Allergic reactions: skin rash, itching, lupus-like syndrome, anaphylactic shock, angioedema, dermatomyositis, vasculitis, purpura, toxic epidermal necrolysis (Lyell’s syndrome), malignant exudative erythema multiforme (Stevens-Johnson syndrome).
Dermatological reactions: alopecia, discoloration of the skin, photosensitivity, dry skin and mucous membranes.
Other: decreased libido and potency, gynecomastia, heart rate, respiratory failure, myoglobinuria, renal failure (due to rhabdomyolysis).
Contraindications Pravastatin 40 mg
Liver disease in the acute phase, a persistent increase in liver enzymes of unknown etiology, severe hepatic dysfunction, hypersensitivity to pravastatin, pregnancy, lactation (breastfeeding).
Pregnancy and breastfeeding Pravastatin 40 mg
Pravastatin is contraindicated during pregnancy.
If necessary, use during lactation should decide on the termination of breastfeeding.
Cautions Pravastatin 40 mg
Used with caution in liver disease in the history of chronic alcoholism, renal dysfunction. Before treatment is necessary to exclude secondary hypercholesterolemia, particularly in poorly compensated diabetes mellitus, hypothyroidism, nephrotic syndrome, dysproteinemia. The treatment requires regular monitoring of blood lipid spectrum.
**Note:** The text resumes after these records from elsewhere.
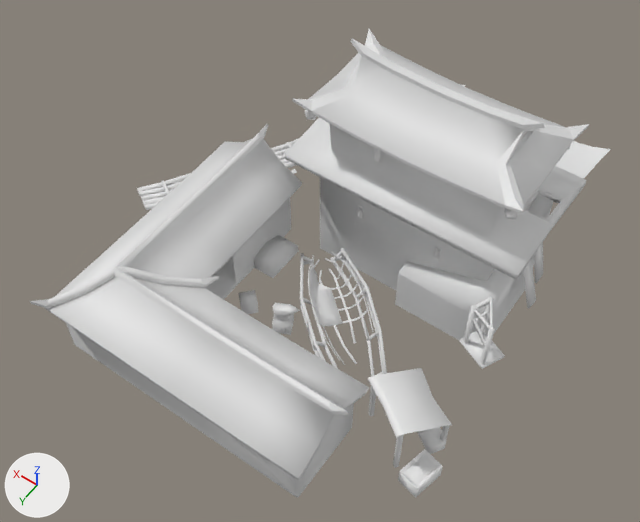
A saved change to the COLLADA model art/meshes/structural/chin_dock.dae.
Both versions are drawn from a 50 mm lens placed at (-23.7, 38.1, 61.6), pointed at (2.4, 1.5, 4.1). The lights are fixed; the arrows at lower left show +X, +Y and +Z. Where no turn or scale is listed for an object, it has been applied to the vertices. Vertices at the same position are counted once.
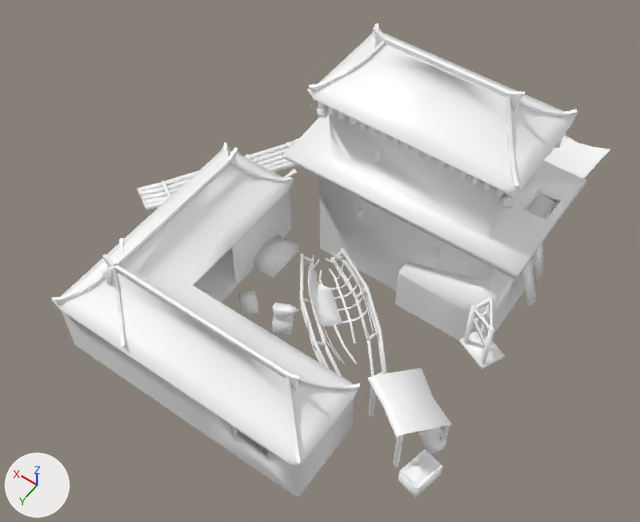
The newer file is also rescaled (x0.0215), turned or shifted as a whole; pictures and numbers use the older file's frame.

The edits, one by one:
Material 'Material_004' (mat_material_004) is new.
Its base color is (1.0, 1.0, 1.0) (white #ffffff).
Its roughness is 0.44.
me_mesh is used by ob_mesh; location (0.0, 0.0, 0.0).
me_mesh had 1848 vertices, 2908 faces and spanned x -14.6..23.0, y -23.4..19.1, z -4.5..17.5.
me_mesh now has 2767 vertices, 4042 faces and spans x -14.6..23.0, y -23.4..18.0, z -4.5..19.0.
me_mesh part 1: the loose piece of 130 vertices spanning x -11.2..9.1, y -15.0..-4.0, z 12.7..17.5 is rebuilt with 94 vertices and now spans x -10.2..8.3, y -15.0..-4.9, z 14.3..18.0, in mat_material_004 (white #ffffff).
me_mesh part 2: the loose piece of 22 vertices spanning x 7.5..8.5, y -5.5..-4.5, z 11.9..13.0 is deleted.
me_mesh part 3: 6 vertices moved from x -10.2..12.1, y -13.9..14.1, z 8.5..12.9 to x -10.2..12.1, y -13.9..14.1, z 5.8..12.9; 193 vertices removed from x -10.7..17.0, y -14.4..19.1, z 5.5..13.0; 1171 vertices added at x -10.2..15.9, y -14.9..18.0, z 5.8..19.0.
me_mesh part 4: 2199 faces spanning x -14.6..23.0, y -23.4..17.6, z -4.5..13.8 switch from no material to mat_material_004 (white #ffffff).

What differs and where, as boxes (x1, y1, x2, y2) in the pictures (640 x 522 px):
'Mesh', reshaped
    before: (29, 29, 611, 498)
    after: (52, 23, 611, 498)
part 1 of me_mesh, rebuilt (8% narrower, 11% shorter)
    before: (292, 29, 589, 214)
    after: (307, 28, 579, 193)
part 2 of me_mesh, deleted
    before: (305, 110, 317, 120)
part 3 of me_mesh, built on
    before: (29, 124, 571, 480)
    after: (52, 23, 577, 465)
part 4 of me_mesh, recoloured
    both: (66, 118, 611, 498)

Safety and efficacy of pravastatin in children and adolescents under the age of 18 is not installed.
Drug Interactions Pravastatin 40 mg
We can not exclude the development of myopathy, while the use of gemfibrozil.
When applied simultaneously with colestipol, kolestiraminom decreases the concentration of pravastatin in plasma, with a total lipid-lowering effect is enhanced.
A case of rhabdomyolysis in long-term application with mianserin.
While the use of orlistat may moderate increase in the concentration of pravastatin in plasma.
While the use of cyclosporine may significantly increase the concentration of pravastatin in plasma.